Osservazione clinica a cura della dottoressa Elena Boccalandro,
fisioterapista e osteopata del Centro Emofilia e Trombosi “Angelo Bianchi Bonomi”, Fondazione IRCCS Policlinico Milano

Le manifestazioni cliniche tipiche dell’emofilia sono sanguinamenti ricorrenti, che causano danni alle articolazioni e richiedono un approccio multidisciplinare per la gestione. Gli eventi emorragici si verificano principalmente nel sistema muscolo-scheletrico, specialmente a livello articolare. Caviglie, ginocchia e gomiti sono le articolazioni maggiormente colpite, seguite molto più raramente da spalle e anche. Dopo il verificarsi di tre o più sanguinamenti in una singola articolazione entro un periodo consecutivo di 6 mesi, l’articolazione viene identificata come articolazione bersaglio. I segni clinici dell’interessamento articolare sono difficoltà di deambulazione, mobilità ridotta e tumefazione dovuta a ipertrofia sinoviale palpabile.
A lungo termine tale condizione articolare provoca anche contratture muscolari e capsulari con artropatia invalidante. Nell’emofilia, il sanguinamento muscoloscheletrico è stato classificato come traumatico o spontaneo: quest’ultimo interessa quasi esclusivamente pazienti con malattia grave o moderatamente grave.

Ma qual è la vera causa di queste emorragie? Sono veramente spontanee come generalmente affermato?
L’osservazione clinica ci suggerisce che nelle persone e particolarmente nell’infante con emofilia A o B grave, gli emartri non si verificano spontaneamente ma sono invece la risposta a ripetute sollecitazioni sull’articolazione al momento di azioni motorie ben definite. Le manifestazioni clinicamente più evidenti sono sanguinamenti muscolari o articolari ed avvengono non appena il bambino inizia a muoversi e a camminare. Questi eventi emorragici sono localizzati più frequentemente nelle ginocchia, nelle caviglie o nei gomiti, le principali articolazioni di sostegno durante le attività motorie del bambino.
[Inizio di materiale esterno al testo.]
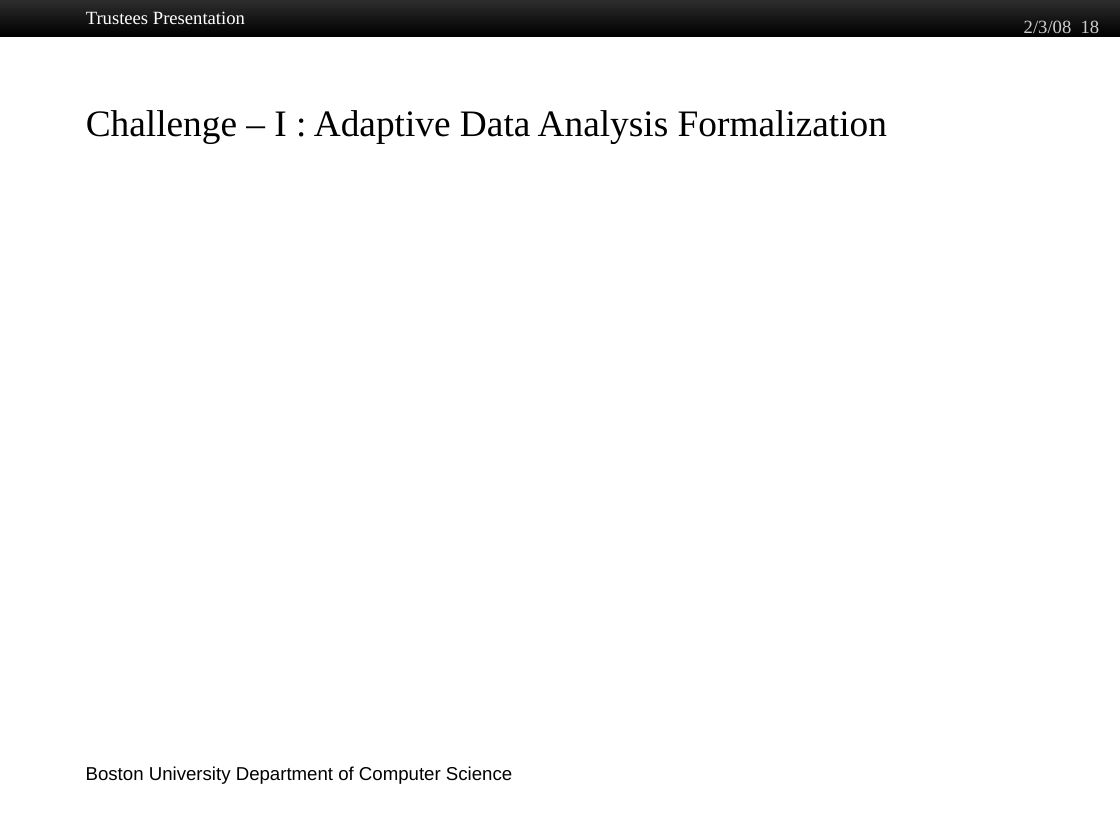
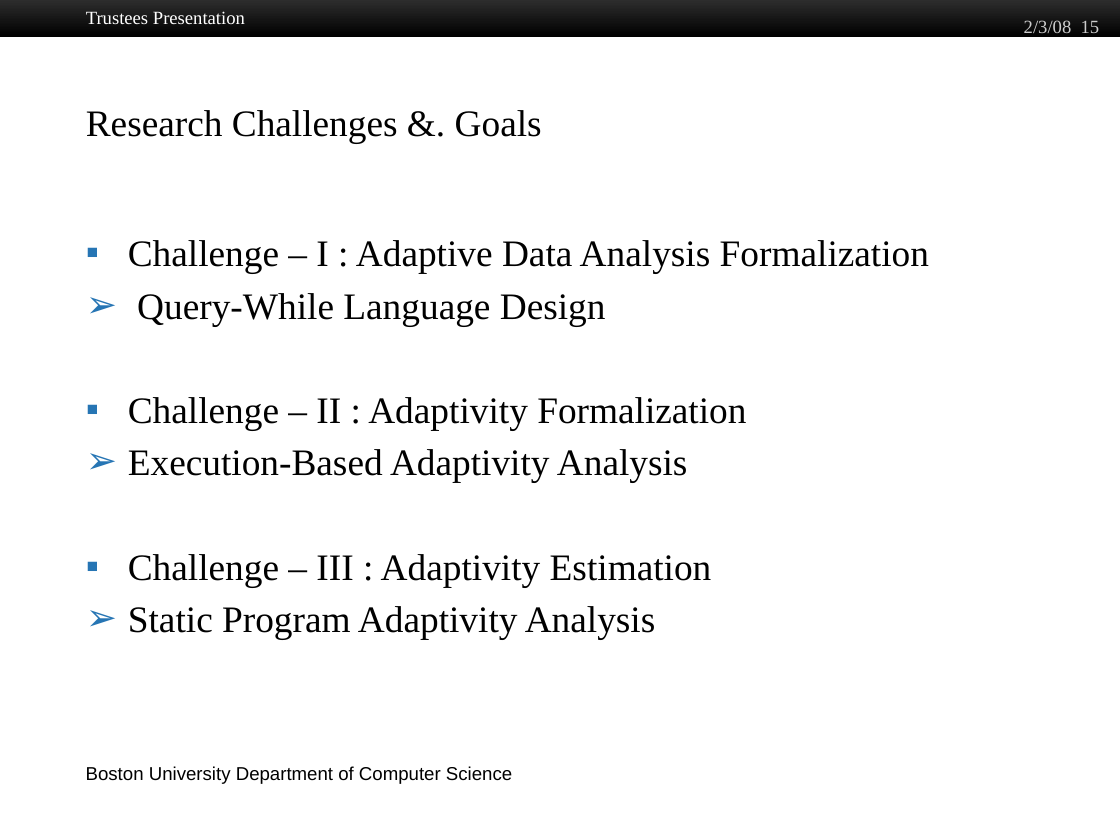
Before and after one commit to jiawenliu/PhD, a slide deck: slide 15 of CS/Prospectus/Slides/Jiawen Liu.pptx (slide 18 before the commit). Drawn at 1120x840 pixels with LibreOffice and Linux fonts; fonts in the diff are those of the drawing; background and template pictures are left out. Boxes give left, top, right and bottom in pixels: in the first picture for what was removed or moved away, otherwise in the second. Text is boxed around its words. In the diff, an @@ line names an element or a change of style, - is before the commit and + after.

```diff
--- a/CS/Prospectus/Slides/Jiawen Liu.pptx
+++ b/CS/Prospectus/Slides/Jiawen Liu.pptx
@@ text at bbox=[1024, 20, 1100, 38]: text changed @@
-2/3/08 18
+2/3/08 15
@@ title at bbox=[86, 110, 542, 143]: text changed @@
-Challenge – I : Adaptive Data Analysis Formalization
+Research Challenges &. Goals
@@ text added at bbox=[128, 240, 929, 639], 24 pt, text #000000 @@
+▪ Challenge – I : Adaptive Data Analysis Formalization
+➢ Query-While Language Design
+▪ Challenge – II : Adaptivity Formalization
+➢ Execution-Based Adaptivity Analysis
+▪ Challenge – III : Adaptivity Estimation
+➢ Static Program Adaptivity Analysis
```
Also in this commit, not shown: 17 other slides changed, 24 slides added, 4 slides removed, 37 other files.
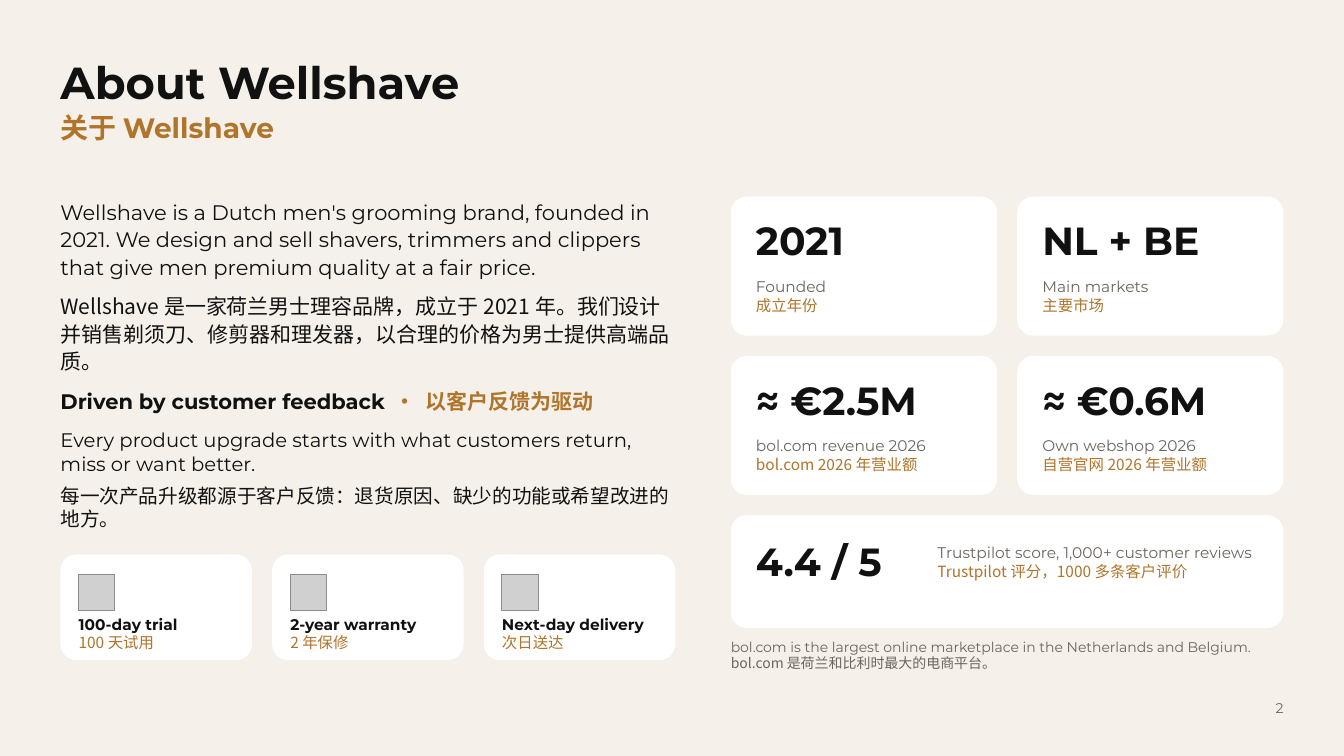
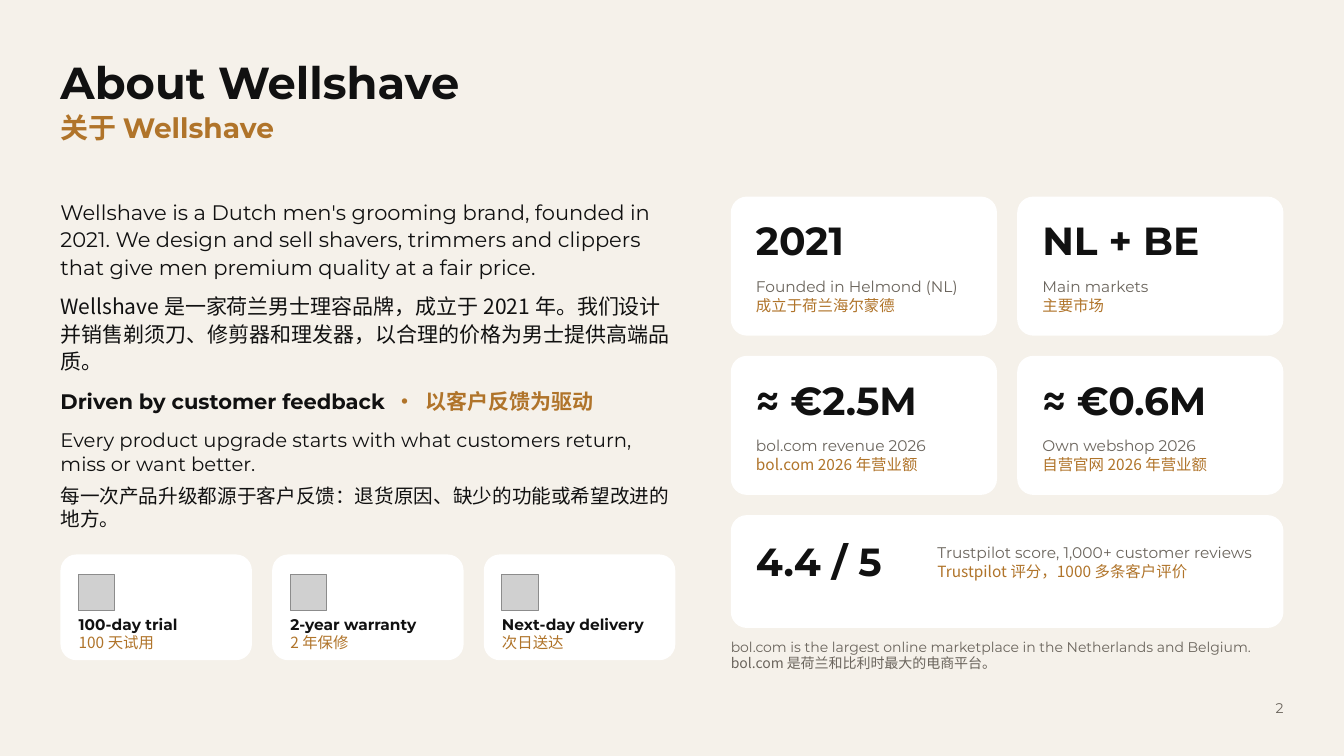
Before and after one commit to Wellshave/design, a slide deck: slide 2 of presentaties/fabrieksbezoek-china-2026/uitvoer/Wellshave_Factory_Visit_Global-Bestway.pptx. Drawn at 1344x756 pixels with LibreOffice and Linux fonts; fonts in the diff are those of the drawing; grey boxes stand for pictures; background and template pictures are left out. Boxes give left, top, right and bottom in pixels: in the first picture for what was removed or moved away, otherwise in the second. Text is boxed around its words. In the diff, an @@ line names an element or a change of style, - is before the commit and + after.

```diff
--- a/presentaties/fabrieksbezoek-china-2026/uitvoer/Wellshave_Factory_Visit_Global-Bestway.pptx
+++ b/presentaties/fabrieksbezoek-china-2026/uitvoer/Wellshave_Factory_Visit_Global-Bestway.pptx
@@ text at (x1=756, y1=280, x2=958, y2=313): text changed @@
-Founded
-成立年份
+Founded in Helmond (NL)
+成立于荷兰海尔蒙德
```
Also in this commit, not shown: 2 other slides changed, 2 slides added, 1 slide removed, 8 other files.
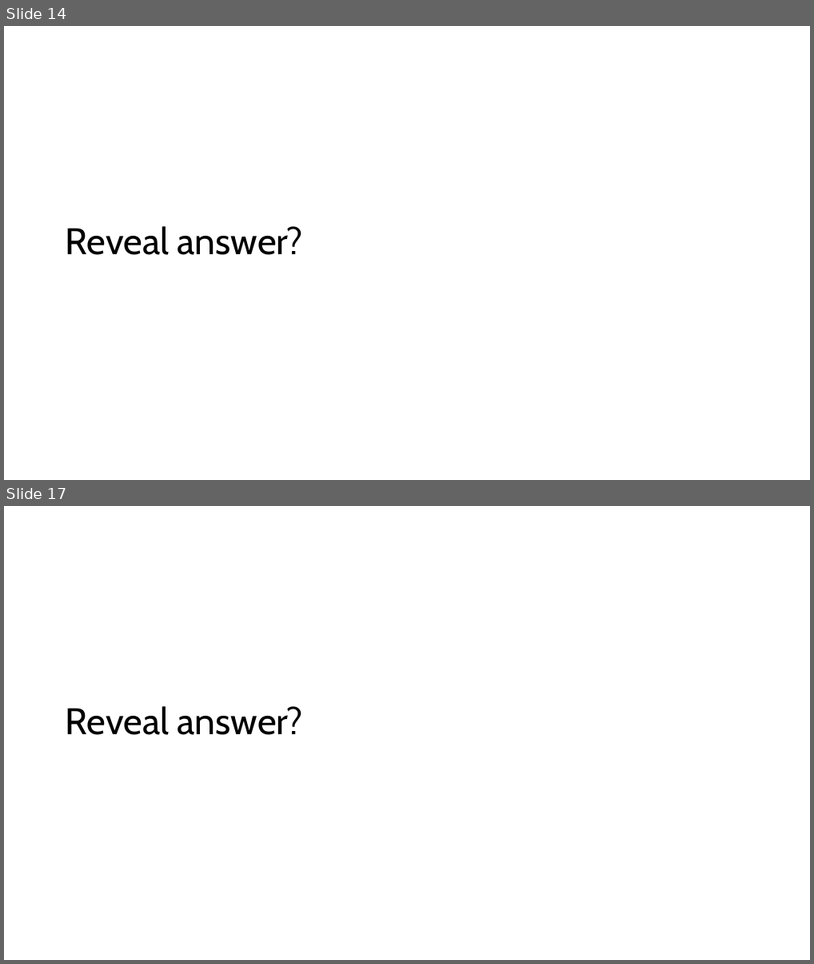
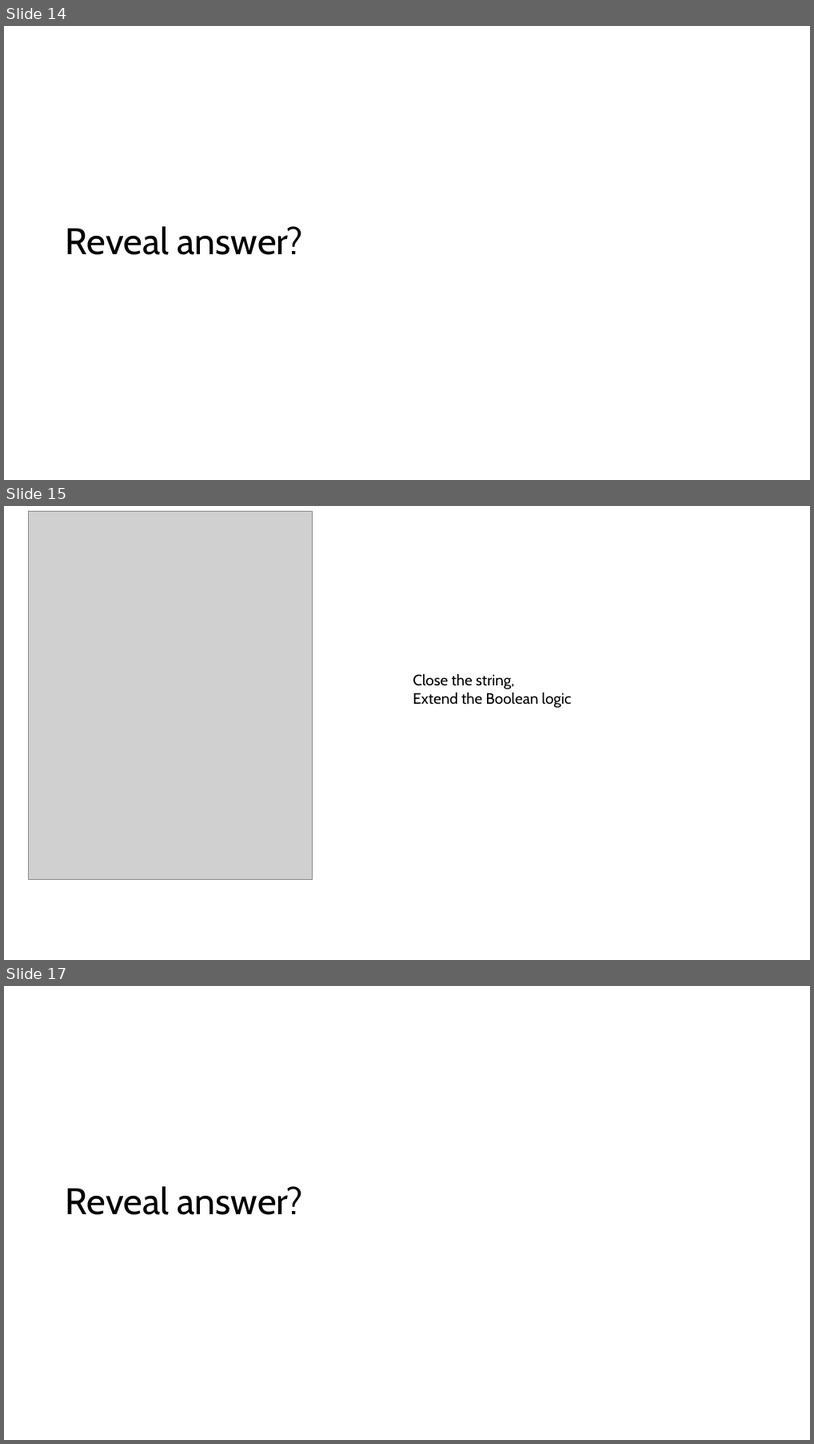
Before and after one commit to dom668/hackerBingo, a slide deck: Slides/special project slides.pptx. Shown one above the other, each under a label of ours: slides 14 and 17 before the commit, slides 14, 15 and 17 after it; the slides between them are not shown. The pictures are 814x964 and 814x1444 pixels, drawn with LibreOffice and Linux fonts; fonts in the diff are those of the drawing; grey boxes stand for pictures. Boxes give left, top, right and bottom in pixels: in the first picture for what was removed or moved away, otherwise in the second. Text is boxed around its words. In the diff, an @@ line names an element or a change of style, - is before the commit and + after.

```diff
--- a/Slides/special project slides.pptx
+++ b/Slides/special project slides.pptx
@@ slide 15 added at box(4, 506, 810, 960), background #FFFFFF @@
@@ picture added at box(29, 512, 313, 880) @@
@@ text added at box(413, 673, 572, 708), 18 pt, text #000000 @@
+Close the string,
+Extend the Boolean logic
```
Also in this commit, not shown: 2 slides changed, 1 other slide added, 2 slides removed.

La spiegazione razionale di questo fenomeno può essere compresa osservando lo sviluppo motorio dell’infante che, a partire dai 6-9 mesi dopo la nascita, raggiunge tappe motorie importanti. La padronanza della posizione seduta e la curiosità legata alla necessità di raggiungere oggetti vicini sono i meccanismi che favoriscono il primo sviluppo psicomotorio e poi, passo dopo passo, l’inizio delle prime strategie motorie funzionali.

Tali strategie sono scelte dall’infante con emofilia anche per vicariare i possibili microsanguinamenti articolari subclinici. Il dolore associato causato dal continuo stress meccanico può non essere notato dai genitori o dai medici, non solo perché gli infanti non sono in grado di verbalizzarlo, ma anche perché il sistema nervoso centrale istruisce il sistema muscolo-scheletrico ad adottare strategie compensatorie come l’andatura antalgica o addirittura il rifiuto totale del cammino per evitare dolore all’arto colpito. Nella nostra esperienza, queste strategie alternative legate alle attività motorie precoci, se non adeguatamente corrette implicano a lungo termine schemi di movimento meno efficienti ed ergonomici di quelli corretti e creano le condizioni per l’insorgenza di disfunzioni dell’intero sistema muscolo-scheletrico. Un movimento disarmonico, che implica una sollecitazione squilibrata dei due arti favorendo l’uso a discapito dell’altro porta facilmente all’insorgere di una disfunzione motoria. Tutto questo predispone le superfici articolari ad infiammarsi più facilmente: vi è così la comparsa di un emartro. Questo meccanismo rende queste articolazioni “bersaglio” perché più fragili. Il ripetuto sanguinamento subclinico e spesso asintomatico distrugge la cartilagine, deforma la superficie articolare e a lungo termine il danno diviene irreversibile.

Nella prima infanzia, i tessuti del sistema muscoloscheletrico sono costituiti soprattutto dalla componente elastica rispetto a quella fibrotica: per questo, probabilmente nei primi mesi di convivenza con l’emofilia, è più frequente osservare la comparsa di sanguinamenti sottocutanei o muscolari piuttosto che articolari. Solitamente alla fine del primo anno di vita, esattamente quando il bambino inizia ad acquisire la posizione eretta, la pressione articolare aumenta, soprattutto a livello di caviglie e ginocchia, e iniziano così a comparire le prime emorragie articolari clinicamente osservabili. L’emartro nei gomiti è solitamente meno frequente rispetto alle altre due articolazioni, e ciò probabilmente accade quando queste articolazioni sono state sollecitate eccessivamente durante la fase di gattonamento.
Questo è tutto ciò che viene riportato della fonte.